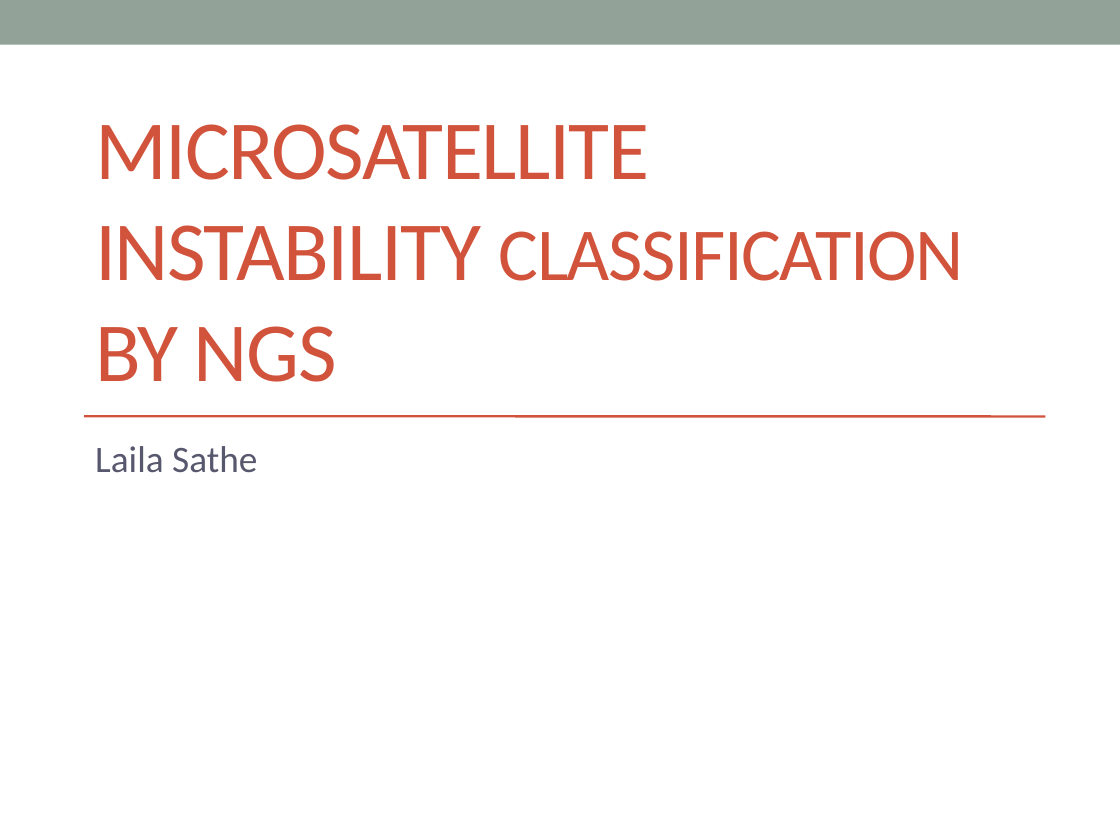
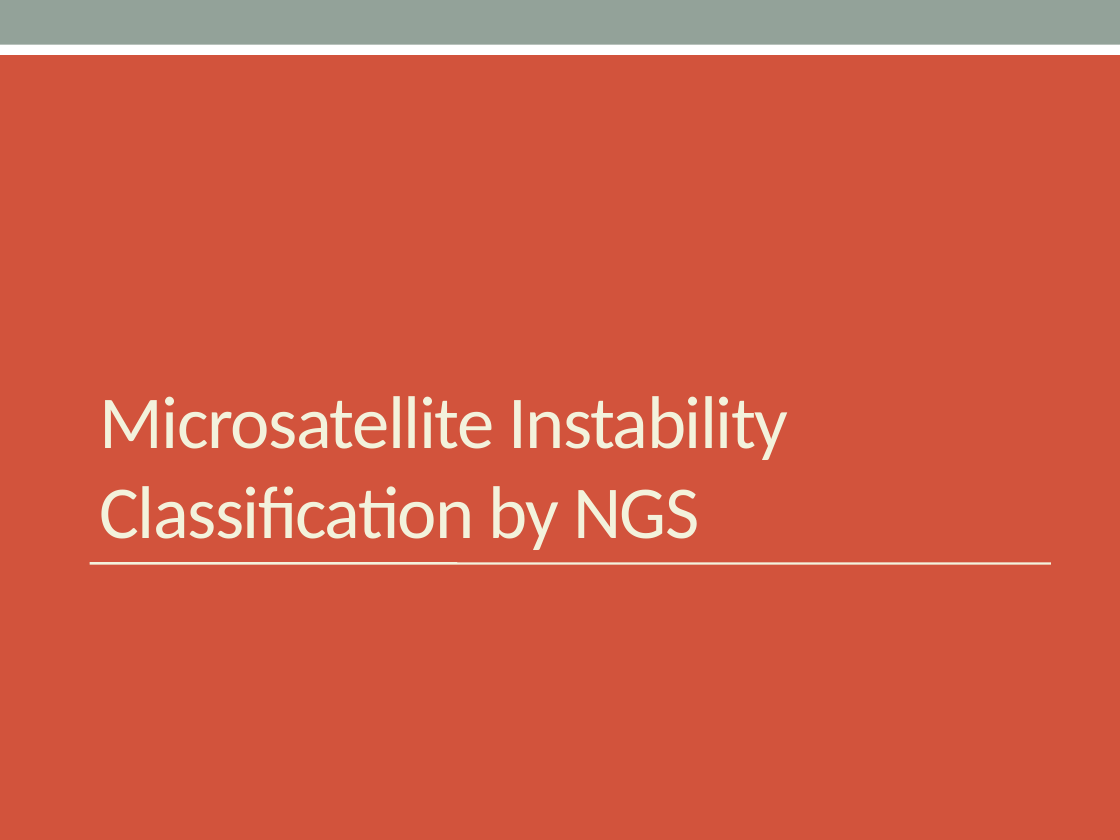
Before and after one commit to lailamargaret/Stanford-2018, a slide deck: slide 8 of MSI Project Presentation.pptx (slide 1 before the commit). Drawn at 1120x840 pixels with LibreOffice and Linux fonts; fonts in the diff are those of the drawing. Boxes give left, top, right and bottom in pixels: in the first picture for what was removed or moved away, otherwise in the second. Text is boxed around its words. In the diff, an @@ line names an element or a change of style, - is before the commit and + after.

```diff
--- a/MSI Project Presentation.pptx
+++ b/MSI Project Presentation.pptx
@@ background #FFFFFF to #D2533C @@
@@ rectangle added at bbox=[0, 27, 1120, 55], fill #FFFFFF @@
@@ line removed from (84, 417) to (1045, 417) @@
@@ title at bbox=[100, 396, 788, 550]: text changed; size 54 to 48 pt; text colour #D2533C to #F3F2DC @@
-MICROSATELLITE INSTABILITY CLASSIFICATION BY NGS
+Microsatellite Instability Classification by NGS
@@ subtitle removed at bbox=[95, 446, 257, 473] @@
-Laila Sathe
@@ line added from (90, 563) to (1051, 563), #F3F2DC 1.5 pt @@
```
Also in this commit, not shown: 5 other slides changed, 7 slides added, 1 other file.
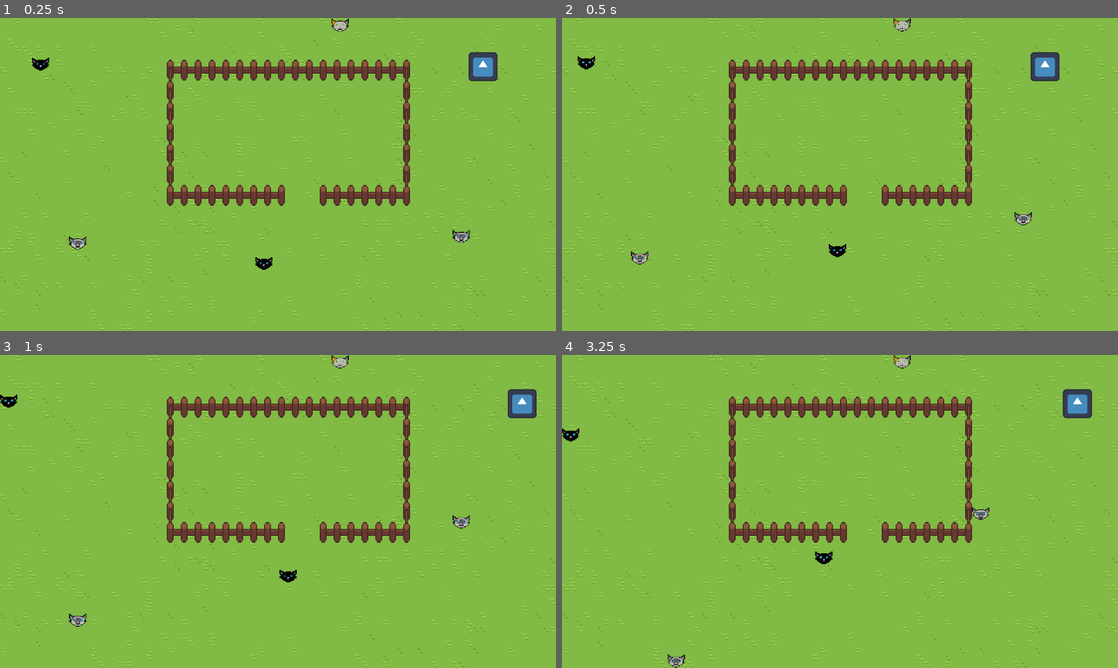
Above: before the commit, frames 1-4 (two rows, left to right).
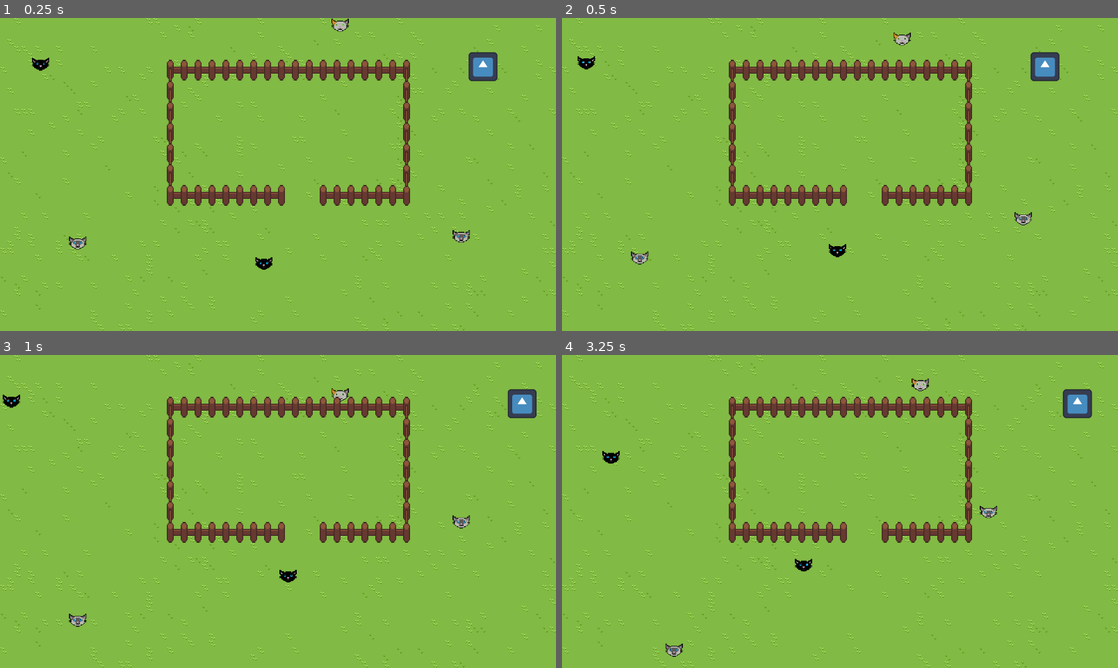
Above: after the commit, the same moments.

Repository: tioBlachi/gidget-world
Game: Godot game, scene res://scenes/Levels/herding_cats.tscn
Same seed, same stepped clock (60 frames per second), same inputs: the game is played once before the commit and once after it. This scene is started directly instead of the project's main scene. The engine's default icon, where the game draws it, is replaced by a stand-in: a white triangle on a blue panel in a dark square.
Inputs:
- Up to frame 1 (0.25 s): no input
- Up to frame 2 (0.5 s): no input
- Up to frame 3 (1 s): hold Right (ui_right) from 0.53 s (still down); tap Space (jump) at 0.77 s
- Up to frame 4 (3.25 s): tap Space (jump) at 1.52, 3.02 s; release Right (ui_right) at 2.03 s; hold Left (ui_left) 2.03-2.78 s; hold Right (ui_right) from 2.78 s (still down)

Frame 1 is identical in both runs. In frame 2, 0.2% of the frame differs, in the area x 59-63%, y 0-9%; in frame 3, 0.2%; in frame 4, 0.9%, in the area x 0-79%, y 0-100%.

Commit message:
Converted all .mp3 files to .ogg. Level funtionality seems to be working. Need to implement end level logic

Diff:
--- a/scenes/actors/CatHead.gd
+++ b/scenes/actors/CatHead.gd
@@ -7,12 +7,12 @@
 @onready var meow1: AudioStreamPlayer2D = $Meow1
 @onready var meow2: AudioStreamPlayer2D = $Meow2
 @onready var meow3: AudioStreamPlayer2D = $Meow3
-
-
 @export var frames: SpriteFrames
 # How fast the cat moves (pixels per second)
 @export var speed: float = 150.0
 @export var flee_speed: float = 220.0
+@export var bounce_nudge: float = 0.5
+@export var bounce_random_deg: float = 12.0
 # Minimum and maximum distance to move each time
 @export var min_distance: float = 8.0
 @export var max_distance: float = 200.0
@@ -46,16 +46,11 @@
 func _ready() -> void:
 	rng.randomize()
 
-	get_tree().create_timer(0.2).timeout.connect(func ():
-		if meow1.stream:
-			print("Test")
-			meow1.play()
-			)
 	if frames:
 		anim.sprite_frames = frames
 		if not anim.is_playing():
 			anim.play("idle")
-	# Timer to handle pauses, can be added in Scene Tree
+	# Timers
 	pause_timer = Timer.new()
 	meow_timer = Timer.new()
 	pause_timer.one_shot = true
@@ -79,14 +74,18 @@
 	if player_nearby:
 		var away = (global_position - player_nearby.global_position).normalized()
 		var step = flee_speed * delta
-		move_and_collide(away * step)
+		var collision_info = move_and_collide(away * step)
+		if collision_info:
+			_apply_bounce(collision_info, true)
+		return
+
 	if moving:
 		var step = min(speed * delta, distance_left)
 		var step_vector = direction.normalized() * step
 
 		var collision = move_and_collide(step_vector)
 		if collision:
-			_stop_move()
+			_apply_bounce(collision, false)
 		else:
 			distance_left -= step
 			if distance_left <= 0:
@@ -94,9 +93,7 @@
 
 
 func _start_move() -> void:
-	# Pick a random direction
 	direction = DIRECTIONS[rng.randi_range(0, DIRECTIONS.size() - 1)]
-	# Pick a random distance
 	distance_left = rng.randf_range(min_distance, max_distance)
 	moving = true
 
@@ -141,6 +138,33 @@
 	_reset_meow_timer()
 
 
+
+func _apply_bounce(c: KinematicCollision2D, is_flee: bool) -> void:
+	var n := c.get_normal()                  # surface normal we hit
+	var incoming: Vector2
+
+	if is_flee and player_nearby:
+		# FLEE: slide along the wall to avoid jitter
+		incoming = (global_position - player_nearby.global_position).normalized()
+		var slid := incoming.slide(n)
+		# If slide nearly zero (grazing a corner), pick the wall tangent,
+		# biased to keep roughly the previous direction.
+		if slid.length() < 0.001:
+			var tangent := Vector2(-n.y, n.x)  # one of the tangents
+			if tangent.dot(direction) < 0.0:
+				tangent = -tangent
+			slid = tangent
+		direction = slid.normalized()
+	else:
+		# WANDER: reflect (true bounce) + tiny random wiggle
+		incoming = direction.normalized()
+		var reflected := incoming.bounce(n).normalized()
+		reflected = reflected.rotated(deg_to_rad(rng.randf_range(-bounce_random_deg, bounce_random_deg)))
+		direction = reflected.normalized()
+
+	# Small separation so we don't stay embedded in the collider
+	global_position += n * bounce_nudge
+
 func _on_sense_body_entered(body: Node2D) -> void:
 	if body.name.begins_with("Player"):
 		player_nearby = body
Not shown, added: assets/sounds/meow2.ogg.import
Not shown, added: assets/sounds/meow3.ogg.import

────────

Activity –
The expected output is the full material above, word for word, without pictures.

Answer section –
Before and after one commit to lailamargaret/Stanford-2018, a slide deck: slide 8 of MSI Project Presentation.pptx (slide 1 before the commit). Drawn at 1120x840 pixels with LibreOffice and Linux fonts; fonts in the diff are those of the drawing. Boxes give left, top, right and bottom in pixels: in the first picture for what was removed or moved away, otherwise in the second. Text is boxed around its words. In the diff, an @@ line names an element or a change of style, - is before the commit and + after.

```diff
--- a/MSI Project Presentation.pptx
+++ b/MSI Project Presentation.pptx
@@ background #FFFFFF to #D2533C @@
@@ rectangle added at bbox=[0, 27, 1120, 55], fill #FFFFFF @@
@@ line removed from (84, 417) to (1045, 417) @@
@@ title at bbox=[100, 396, 788, 550]: text changed; size 54 to 48 pt; text colour #D2533C to #F3F2DC @@
-MICROSATELLITE INSTABILITY CLASSIFICATION BY NGS
+Microsatellite Instability Classification by NGS
@@ subtitle removed at bbox=[95, 446, 257, 473] @@
-Laila Sathe
@@ line added from (90, 563) to (1051, 563), #F3F2DC 1.5 pt @@
```
Also in this commit, not shown: 5 other slides changed, 7 slides added, 1 other file.
Above: before the commit, frames 1-4 (two rows, left to right).
Above: after the commit, the same moments.

Repository: tioBlachi/gidget-world
Game: Godot game, scene res://scenes/Levels/herding_cats.tscn
Same seed, same stepped clock (60 frames per second), same inputs: the game is played once before the commit and once after it. This scene is started directly instead of the project's main scene. The engine's default icon, where the game draws it, is replaced by a stand-in: a white triangle on a blue panel in a dark square.
Inputs:
- Up to frame 1 (0.25 s): no input
- Up to frame 2 (0.5 s): no input
- Up to frame 3 (1 s): hold Right (ui_right) from 0.53 s (still down); tap Space (jump) at 0.77 s
- Up to frame 4 (3.25 s): tap Space (jump) at 1.52, 3.02 s; release Right (ui_right) at 2.03 s; hold Left (ui_left) 2.03-2.78 s; hold Right (ui_right) from 2.78 s (still down)

Frame 1 is identical in both runs. In frame 2, 0.2% of the frame differs, in the area x 59-63%, y 0-9%; in frame 3, 0.2%; in frame 4, 0.9%, in the area x 0-79%, y 0-100%.

Commit message:
Converted all .mp3 files to .ogg. Level funtionality seems to be working. Need to implement end level logic

Diff:
--- a/scenes/actors/CatHead.gd
+++ b/scenes/actors/CatHead.gd
@@ -7,12 +7,12 @@
 @onready var meow1: AudioStreamPlayer2D = $Meow1
 @onready var meow2: AudioStreamPlayer2D = $Meow2
 @onready var meow3: AudioStreamPlayer2D = $Meow3
-
-
 @export var frames: SpriteFrames
 # How fast the cat moves (pixels per second)
 @export var speed: float = 150.0
 @export var flee_speed: float = 220.0
+@export var bounce_nudge: float = 0.5
+@export var bounce_random_deg: float = 12.0
 # Minimum and maximum distance to move each time
 @export var min_distance: float = 8.0
 @export var max_distance: float = 200.0
@@ -46,16 +46,11 @@
 func _ready() -> void:
 	rng.randomize()
 
-	get_tree().create_timer(0.2).timeout.connect(func ():
-		if meow1.stream:
-			print("Test")
-			meow1.play()
-			)
 	if frames:
 		anim.sprite_frames = frames
 		if not anim.is_playing():
 			anim.play("idle")
-	# Timer to handle pauses, can be added in Scene Tree
+	# Timers
 	pause_timer = Timer.new()
 	meow_timer = Timer.new()
 	pause_timer.one_shot = true
@@ -79,14 +74,18 @@
 	if player_nearby:
 		var away = (global_position - player_nearby.global_position).normalized()
 		var step = flee_speed * delta
-		move_and_collide(away * step)
+		var collision_info = move_and_collide(away * step)
+		if collision_info:
+			_apply_bounce(collision_info, true)
+		return
+
 	if moving:
 		var step = min(speed * delta, distance_left)
 		var step_vector = direction.normalized() * step
 
 		var collision = move_and_collide(step_vector)
 		if collision:
-			_stop_move()
+			_apply_bounce(collision, false)
 		else:
 			distance_left -= step
 			if distance_left <= 0:
@@ -94,9 +93,7 @@
 
 
 func _start_move() -> void:
-	# Pick a random direction
 	direction = DIRECTIONS[rng.randi_range(0, DIRECTIONS.size() - 1)]
-	# Pick a random distance
 	distance_left = rng.randf_range(min_distance, max_distance)
 	moving = true
 
@@ -141,6 +138,33 @@
 	_reset_meow_timer()
 
 
+
+func _apply_bounce(c: KinematicCollision2D, is_flee: bool) -> void:
+	var n := c.get_normal()                  # surface normal we hit
+	var incoming: Vector2
+
+	if is_flee and player_nearby:
+		# FLEE: slide along the wall to avoid jitter
+		incoming = (global_position - player_nearby.global_position).normalized()
+		var slid := incoming.slide(n)
+		# If slide nearly zero (grazing a corner), pick the wall tangent,
+		# biased to keep roughly the previous direction.
+		if slid.length() < 0.001:
+			var tangent := Vector2(-n.y, n.x)  # one of the tangents
+			if tangent.dot(direction) < 0.0:
+				tangent = -tangent
+			slid = tangent
+		direction = slid.normalized()
+	else:
+		# WANDER: reflect (true bounce) + tiny random wiggle
+		incoming = direction.normalized()
+		var reflected := incoming.bounce(n).normalized()
+		reflected = reflected.rotated(deg_to_rad(rng.randf_range(-bounce_random_deg, bounce_random_deg)))
+		direction = reflected.normalized()
+
+	# Small separation so we don't stay embedded in the collider
+	global_position += n * bounce_nudge
+
 func _on_sense_body_entered(body: Node2D) -> void:
 	if body.name.begins_with("Player"):
 		player_nearby = body
Not shown, added: assets/sounds/meow2.ogg.import
Not shown, added: assets/sounds/meow3.ogg.import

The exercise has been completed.